3     Declarative Workflows

Our approach to overcome the rigidity of imperative workflows are declarative
workflows [4]. In this modeling paradigm a workflow is defined by using constraints
that specify what must be done or which conditions must be satisfied during the
execution of the workflow. These constraints approximate the desired behavior
of the workflow. Any execution order of tasks is allowed as long as it does not
violate one of the constraints. This results in the fact, that the user has much
more freedom to decide in which order she wants to perform the tasks.

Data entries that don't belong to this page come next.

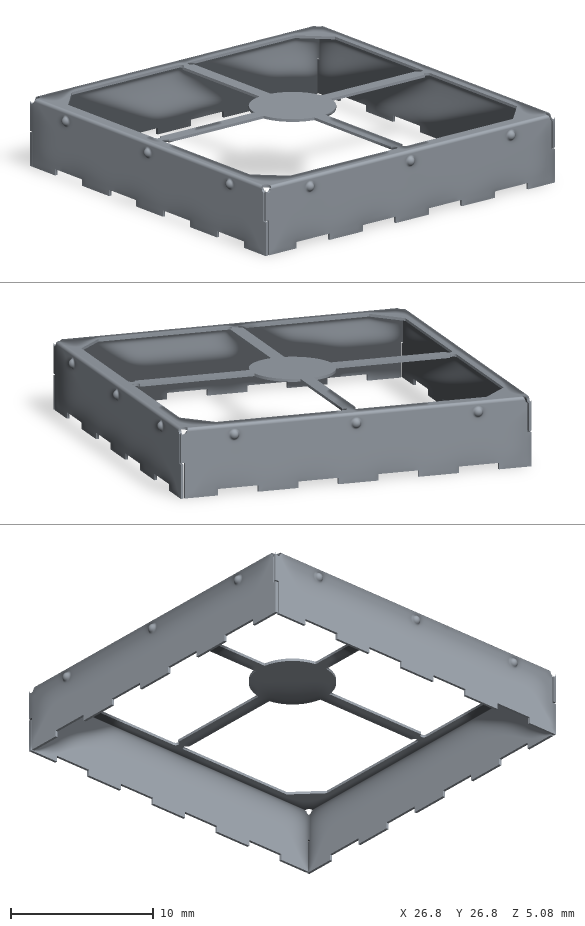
import cadquery as cq
import math


side = 26.24
height = 5.08
thickness = 0.2
bend_radius = 0.23
half_side = side / 2
wall_angles = (0, 90, 180, 270)

border = 1.0
window_chamfer = 2.0
spoke_width = 1.0
hub_radius = 3.08
neck_radius = 0.26
window_half = half_side - border

corner_gap = 0.1
end_step = thickness + corner_gap
split_height = height / 2
top_relief_radius = 0.34
wall_relief_radius = 0.22

notch_count = 4
notch_pitch = 6.0
notch_width = 3.0
notch_depth = 0.47
notch_offset = 0.18

dimple_positions = (-9.12, 0, 9.12)
dimple_drop = 0.76
dimple_height = 0.29
dimple_base_radius = 0.45
dimple_crown_radius = 0.34


def turned(shape, angle):
    """Turn a shape about the central Z axis."""
    return shape.rotate((0, 0, 0), (0, 0, 1), angle)


def box(x_min, x_max, y_min, y_max, z_min, z_max):
    """Axis-aligned block given by its limits."""
    size = (x_max - x_min, y_max - y_min, z_max - z_min)
    return cq.Workplane("XY").box(*size, centered=False).translate((x_min, y_min, z_min))


def make_shell():
    """Open-bottomed box with rounded upper edges and uniform thickness."""
    outer = box(-half_side, half_side, -half_side, half_side, 0, height)
    outer = outer.faces(">Z").edges().fillet(bend_radius)
    inner_half = half_side - thickness
    inner = box(-inner_half, inner_half, -inner_half, inner_half, 0, height - thickness)
    inner = inner.faces(">Z").edges().fillet(bend_radius - thickness)
    return outer.cut(inner)


def make_window():
    """Chamfered window, less the hub and the four spokes that stay in it.

    Round bites on both edges narrow each spoke to a neck where it meets the border.
    """
    depth = thickness
    base = cq.Workplane("XY").workplane(offset=height - depth)
    window = base.rect(2 * window_half, 2 * window_half).extrude(depth)
    window = window.edges("|Z").chamfer(window_chamfer)
    window = window.cut(base.rect(side, spoke_width).extrude(depth))
    window = window.cut(base.rect(spoke_width, side).extrude(depth))
    window = window.cut(base.circle(hub_radius).extrude(depth))
    neck_distance = window_half - neck_radius
    necks = [(neck_distance, edge * spoke_width / 2) for edge in (-1, 1)]
    neck_holes = base.pushPoints(necks).circle(neck_radius).extrude(depth)
    for angle in wall_angles:
        window = window.union(turned(neck_holes, angle))
    return window


def make_notches():
    """Notches in the lower edge of the -Y wall."""
    y_min = -half_side
    y_max = -half_side + thickness
    first_centre = notch_offset - (notch_count - 1) * notch_pitch / 2
    notches = cq.Workplane("XY")
    for index in range(notch_count):
        centre = first_centre + index * notch_pitch
        x_min = centre - notch_width / 2
        x_max = centre + notch_width / 2
        notches = notches.union(box(x_min, x_max, y_min, y_max, 0, notch_depth))
    return notches


def make_corner_cuts():
    """Slit and relief holes at the -X, -Y corner.

    The upper half of the -Y wall and the lower half of the -X wall reach the corner.
    """
    corner = -half_side
    inner = corner + thickness
    stepped = corner + end_step
    low = split_height - corner_gap / 2
    high = split_height + corner_gap / 2
    slit = box(inner, stepped, corner, stepped, 0, high)
    slit = slit.union(box(corner, stepped, inner, stepped, low, height))
    slit = slit.union(box(corner, stepped, corner, stepped, low, high))

    fold = corner + bend_radius
    fold_height = height - bend_radius
    top_hole = cq.Workplane("XY").circle(top_relief_radius).extrude(bend_radius)
    top_hole = top_hole.translate((fold, fold, fold_height))
    front_hole = cq.Workplane("XZ").circle(wall_relief_radius).extrude(bend_radius)
    front_hole = front_hole.translate((fold, fold, fold_height))
    left_hole = cq.Workplane("YZ").circle(wall_relief_radius).extrude(-bend_radius)
    left_hole = left_hole.translate((fold, fold, fold_height))
    return slit.union(top_hole).union(front_hole).union(left_hole)


def make_dimple():
    """Domed dimple on the -Y wall, with a concave foot that runs tangentially into the wall."""
    wall_face = -half_side
    root = wall_face + thickness / 2
    tip = wall_face - dimple_height

    radius_sum = (dimple_base_radius**2 + dimple_height**2) / (2 * dimple_height)
    foot_radius = radius_sum - dimple_crown_radius
    sweep = math.asin(dimple_base_radius / radius_sum)

    def crown_point(angle):
        radius = dimple_crown_radius
        return (radius * math.sin(angle), tip + radius * (1 - math.cos(angle)))

    def foot_point(angle):
        radius = foot_radius
        return (dimple_base_radius - radius * math.sin(angle), wall_face - radius * (1 - math.cos(angle)))

    profile = (
        cq.Workplane("XY")
        .moveTo(0, root)
        .lineTo(dimple_base_radius, root)
        .lineTo(dimple_base_radius, wall_face)
        .threePointArc(foot_point(sweep / 2), foot_point(sweep))
        .threePointArc(crown_point(sweep / 2), crown_point(0))
        .close()
    )
    return profile.revolve(360, (0, 0, 0), (0, 1, 0))


result = make_shell().cut(make_window())
notches = make_notches()
corner_cuts = make_corner_cuts()
dimple = make_dimple()
for angle in wall_angles:
    result = result.cut(turned(notches, angle))
    result = result.cut(turned(corner_cuts, angle))
    for position in dimple_positions:
        result = result.union(turned(dimple.translate((position, 0, height - dimple_drop)), angle))

    Before discussing the different constraints that we have identified, a simple
example is presented that shows the benefits of modeling a workflow by using
the declarative approach. A travel agency provides a workflow where customers
can book a trip. The imperative version of the workflow consists of the three
consecutive task models Book Flight, Book Hotel and Pay. This implies, that
the customer has to perform the tasks in this predefined order. A disadvantage
of the strict execution order is for instance that the customer can not book the
hotel first if she only plans to fly if her favorite hotel has free rooms available.

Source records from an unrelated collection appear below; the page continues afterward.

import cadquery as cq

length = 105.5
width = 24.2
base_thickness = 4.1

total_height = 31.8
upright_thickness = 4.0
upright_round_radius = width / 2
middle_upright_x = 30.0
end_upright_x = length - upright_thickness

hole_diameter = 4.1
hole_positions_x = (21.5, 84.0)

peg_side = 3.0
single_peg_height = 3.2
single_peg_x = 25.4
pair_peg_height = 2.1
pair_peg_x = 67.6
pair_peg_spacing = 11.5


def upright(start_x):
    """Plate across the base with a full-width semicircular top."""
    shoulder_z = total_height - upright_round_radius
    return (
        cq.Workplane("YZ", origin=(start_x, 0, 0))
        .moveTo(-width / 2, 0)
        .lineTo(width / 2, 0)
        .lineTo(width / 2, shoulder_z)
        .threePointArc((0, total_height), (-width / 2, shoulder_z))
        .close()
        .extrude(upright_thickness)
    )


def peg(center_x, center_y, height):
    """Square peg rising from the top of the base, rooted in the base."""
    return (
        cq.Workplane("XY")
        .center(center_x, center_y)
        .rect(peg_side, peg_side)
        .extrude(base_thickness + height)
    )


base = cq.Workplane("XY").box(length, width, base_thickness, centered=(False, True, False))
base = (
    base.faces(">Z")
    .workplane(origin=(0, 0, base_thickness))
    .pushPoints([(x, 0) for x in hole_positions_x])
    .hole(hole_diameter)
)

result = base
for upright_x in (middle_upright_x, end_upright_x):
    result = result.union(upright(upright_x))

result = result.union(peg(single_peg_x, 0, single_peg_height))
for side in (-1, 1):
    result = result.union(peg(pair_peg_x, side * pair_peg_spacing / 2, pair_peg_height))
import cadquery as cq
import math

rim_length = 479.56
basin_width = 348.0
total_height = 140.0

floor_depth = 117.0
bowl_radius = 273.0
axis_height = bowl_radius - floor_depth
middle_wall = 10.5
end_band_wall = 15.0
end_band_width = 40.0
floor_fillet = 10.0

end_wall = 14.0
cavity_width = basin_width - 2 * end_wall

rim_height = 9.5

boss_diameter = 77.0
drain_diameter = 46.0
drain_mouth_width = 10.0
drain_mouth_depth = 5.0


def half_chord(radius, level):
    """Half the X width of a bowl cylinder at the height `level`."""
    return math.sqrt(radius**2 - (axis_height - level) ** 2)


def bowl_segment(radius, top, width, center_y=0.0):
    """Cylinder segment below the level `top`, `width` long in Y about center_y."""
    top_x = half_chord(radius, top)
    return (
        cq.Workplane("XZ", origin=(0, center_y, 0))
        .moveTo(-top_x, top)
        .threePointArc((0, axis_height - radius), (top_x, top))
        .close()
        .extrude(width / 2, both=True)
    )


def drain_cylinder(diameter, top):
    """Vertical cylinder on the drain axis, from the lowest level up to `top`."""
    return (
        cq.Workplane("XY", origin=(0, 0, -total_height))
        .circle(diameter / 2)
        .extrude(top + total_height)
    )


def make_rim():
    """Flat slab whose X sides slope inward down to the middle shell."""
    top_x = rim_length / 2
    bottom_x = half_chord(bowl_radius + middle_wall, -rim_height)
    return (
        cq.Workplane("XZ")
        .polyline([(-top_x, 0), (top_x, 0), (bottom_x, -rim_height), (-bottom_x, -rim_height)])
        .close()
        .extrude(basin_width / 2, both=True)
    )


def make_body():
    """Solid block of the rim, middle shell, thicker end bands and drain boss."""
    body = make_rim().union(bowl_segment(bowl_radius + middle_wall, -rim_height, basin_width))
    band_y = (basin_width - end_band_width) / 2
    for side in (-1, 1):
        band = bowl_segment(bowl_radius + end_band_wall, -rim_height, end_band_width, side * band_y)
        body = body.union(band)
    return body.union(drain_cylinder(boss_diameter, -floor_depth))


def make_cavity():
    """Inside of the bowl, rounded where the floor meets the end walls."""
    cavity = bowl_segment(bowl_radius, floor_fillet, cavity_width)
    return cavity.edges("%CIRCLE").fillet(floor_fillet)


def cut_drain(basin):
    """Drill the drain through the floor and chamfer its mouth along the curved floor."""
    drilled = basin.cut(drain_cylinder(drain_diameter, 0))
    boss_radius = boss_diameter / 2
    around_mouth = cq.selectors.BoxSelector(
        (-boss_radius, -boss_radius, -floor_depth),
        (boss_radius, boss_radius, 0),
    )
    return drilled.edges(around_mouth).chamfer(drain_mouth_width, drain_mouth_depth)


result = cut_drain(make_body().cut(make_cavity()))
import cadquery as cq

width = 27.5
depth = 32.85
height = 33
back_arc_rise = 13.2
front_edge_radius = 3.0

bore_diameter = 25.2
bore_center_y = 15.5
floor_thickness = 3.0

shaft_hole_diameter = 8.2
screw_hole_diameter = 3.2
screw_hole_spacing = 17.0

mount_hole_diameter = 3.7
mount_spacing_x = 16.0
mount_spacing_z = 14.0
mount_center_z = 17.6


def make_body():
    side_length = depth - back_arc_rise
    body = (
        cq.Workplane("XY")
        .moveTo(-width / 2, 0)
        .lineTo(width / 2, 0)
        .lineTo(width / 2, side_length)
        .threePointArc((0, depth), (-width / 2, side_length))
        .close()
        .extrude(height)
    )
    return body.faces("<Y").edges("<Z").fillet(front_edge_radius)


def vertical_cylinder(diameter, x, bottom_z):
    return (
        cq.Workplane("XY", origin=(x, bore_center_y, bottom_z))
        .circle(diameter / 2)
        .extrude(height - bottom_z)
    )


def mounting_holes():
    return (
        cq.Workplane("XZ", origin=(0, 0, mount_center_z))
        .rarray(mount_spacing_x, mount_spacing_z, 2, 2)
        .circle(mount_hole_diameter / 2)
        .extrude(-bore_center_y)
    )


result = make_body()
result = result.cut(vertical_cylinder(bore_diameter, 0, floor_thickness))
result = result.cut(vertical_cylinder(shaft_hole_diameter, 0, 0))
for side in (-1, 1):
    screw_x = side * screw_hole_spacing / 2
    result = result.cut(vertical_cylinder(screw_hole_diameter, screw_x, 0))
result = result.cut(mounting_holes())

With the declarative approach this could be modeled much less restrictive. It
would contain only one constraint that ensures that the task Pay is the last
task that is executed. The execution order of the other two tasks is not modeled.
Consequently, the customer can decide if she books the hotel or the flight first.


3.1   Constraints

This section gives a brief overview about control-flow constraints that can be
used along with task models to design a people-oriented workflow. A more
comprehensive description of the constraints can be found in [5].
    On each constraint a so-called activation condition can be defined to support
scenarios where constraints should be only enabled when a certain condition
holds (e.g. when a process variable has a specific value). If the condition is met
the constraint has to be satisfied during workflow execution. Otherwise, the
constraint is not enabled and it is ignored. A similar approach is described in [6].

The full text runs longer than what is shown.